Knowledge, Callbacks and Prenotes. Oh My!

If business e-mail compromise (BEC) feels like a three-ring circus, that’s because it is. There are acrobats (hackers slipping past defenses), clowns (fraudsters in disguise) and ring masters (threat actors timing and directing the show). But unlike the big top, this circus isn’t entertaining – it’s costly, disruptive and extremely dangerous. 

The good news? With the proper defenses, your organization doesn’t have to be taken in by the show!

The Circus Act of Business E-mail Compromise

The Clown: Fraudsters disguise themselves, impersonating executives, vendors, customers and even co-workers with convincing e-mails designed to trick staff into sending money or revealing sensitive details, such as who can send wires and who is out of the office.

The Magician: Using sleight of hand, fraudsters intercept and alter legitimate invoices or make subtle changes to e-mail domains, hoping the changes slip past an overworked employee.

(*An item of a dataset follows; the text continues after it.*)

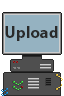
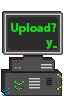
Two versions of the same layered image (64 x 96). Layer-by-layer changes:
added layer "y" above "Upload?" over [46, 40, 53, 50]
renamed "Upload" to "Upload?", painted on it over [5, 23, 58, 41]
renamed "Layer 2" to "Layer 4", painted on it over [1, 11, 64, 96]

The Ring Master: Timing is everything when putting on a good show. Sometimes the ring master preys on urgency – you receive a call saying your payment is late and no more product will ship until it’s resolved. Other times, they lie in wait for the right time to strike – the boss’s e-mail has a sudden influx of activity about a new property purchase, which is just the opening a fraudster needs to swoop in and find wire instructions to alter.

Your Defenses: Knowledge, Callbacks & Prenotes

Knowledge: Like the spotlight in the big top, knowledge is the keystone to a solid defense against fraud. Employees cannot defend against threats they don’t know exist. A robust education program is essential.

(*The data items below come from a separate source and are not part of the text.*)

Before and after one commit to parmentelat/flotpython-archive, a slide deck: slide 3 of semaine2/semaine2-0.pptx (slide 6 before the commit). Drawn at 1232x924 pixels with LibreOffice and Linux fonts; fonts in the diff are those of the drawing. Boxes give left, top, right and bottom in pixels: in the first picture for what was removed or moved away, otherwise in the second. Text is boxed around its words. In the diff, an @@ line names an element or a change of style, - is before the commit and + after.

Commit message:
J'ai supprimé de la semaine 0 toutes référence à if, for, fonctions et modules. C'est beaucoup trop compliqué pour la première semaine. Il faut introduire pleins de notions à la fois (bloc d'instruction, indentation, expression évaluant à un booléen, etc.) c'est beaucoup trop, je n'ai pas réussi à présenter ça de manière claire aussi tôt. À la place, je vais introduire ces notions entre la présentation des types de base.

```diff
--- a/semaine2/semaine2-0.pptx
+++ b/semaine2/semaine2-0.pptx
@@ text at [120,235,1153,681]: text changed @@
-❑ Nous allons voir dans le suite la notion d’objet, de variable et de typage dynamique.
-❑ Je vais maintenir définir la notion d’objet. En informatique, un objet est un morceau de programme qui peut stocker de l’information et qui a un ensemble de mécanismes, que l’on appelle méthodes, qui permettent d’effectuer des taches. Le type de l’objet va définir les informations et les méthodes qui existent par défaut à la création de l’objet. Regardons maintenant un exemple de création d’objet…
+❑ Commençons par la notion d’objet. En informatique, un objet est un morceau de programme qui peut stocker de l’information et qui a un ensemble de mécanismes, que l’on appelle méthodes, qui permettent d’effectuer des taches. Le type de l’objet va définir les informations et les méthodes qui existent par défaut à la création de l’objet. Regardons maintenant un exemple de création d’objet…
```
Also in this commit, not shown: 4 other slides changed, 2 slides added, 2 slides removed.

Callbacks: They say never judge a book by its cover, and when it comes to BEC, you should never judge a request based on who sent it, how they sent it or how urgent the request is. It may look like a duck, quack like a duck, and it might really be a duck – but it might also be a Trojan horse.

A callback – the process of verbally verifying a request with a trusted contact – is the safety net that protects your business from a fall.

Prenotes: Think of testing new payment instructions as a dress rehearsal. Like performers practicing their routines before the real show begins, a prenote – a $0 test transaction sent through the ACH network before issuing a live payment – is your opportunity to confirm the payment details and ensure it reaches the right party. Learn more about the prenote’s role in preventing BEC fraud.

The Keys to a Solid Business E-mail Compromise Plan

Educate your employees.

Employees need to know the risks associated with sending money and understand it is ok to be suspicious. QUESTION EVERYTHING when it comes to sending money! 

A written BEC policy is your pre-show plan, clearly articulating your expectations for all staff. Organizational leaders must understand and adhere to these policies, too – making yourself unreachable during a round of golf or scolding an employee for calling while you’re on vacation puts pressure on employees to break protocol.

Get Started - These sample BEC policies may provide a solid foundation and helpful reference as you develop your BEC policy: Sample General Business; Sample from Google AI; Sample from FRSecure.

Verify before you buy.

When sending money to a third party for the first time or receiving new payment instructions from an existing trade partner, always verify by calling a trusted number. Never take the e-mail or voicemail at face value, and never call the phone number listed in an e-mail.

Trust procedures, not pressure.

Your BEC policy should outline how to handle urgent payment requests. If nothing your business does is ever urgent, a sudden demand should be a red flag to employees that something is wrong and they need to slow down. If, however, urgent payments are a norm, establish a simple routine for secondary authentication, such as a text message or phone call from the boss. For extra protection against deepfakes, consider a code word for voice confirmations.

Prenotes should be a required step in your payment procedures. They catch fraud attempts and human errors before real money is at stake. Learn more about the prenote’s role in preventing BEC fraud.

Finally, no BEC policy is complete without clear steps for responding should the unthinkable happen and a fraudster gets through all your defenses. Like a well-trained acrobat who slips from the bar, you have to lean into, learn from and recover from the mistake. You will recover faster when following the plan. Time lost to panic is the fraudster’s best ally.

BEC scams thrive on theatrics – disguise, urgency and manipulation. But a proactive plan built on knowledge, callbacks and prenotes can block the fraudster’s act, keeping the circus under the big top and out of your inbox!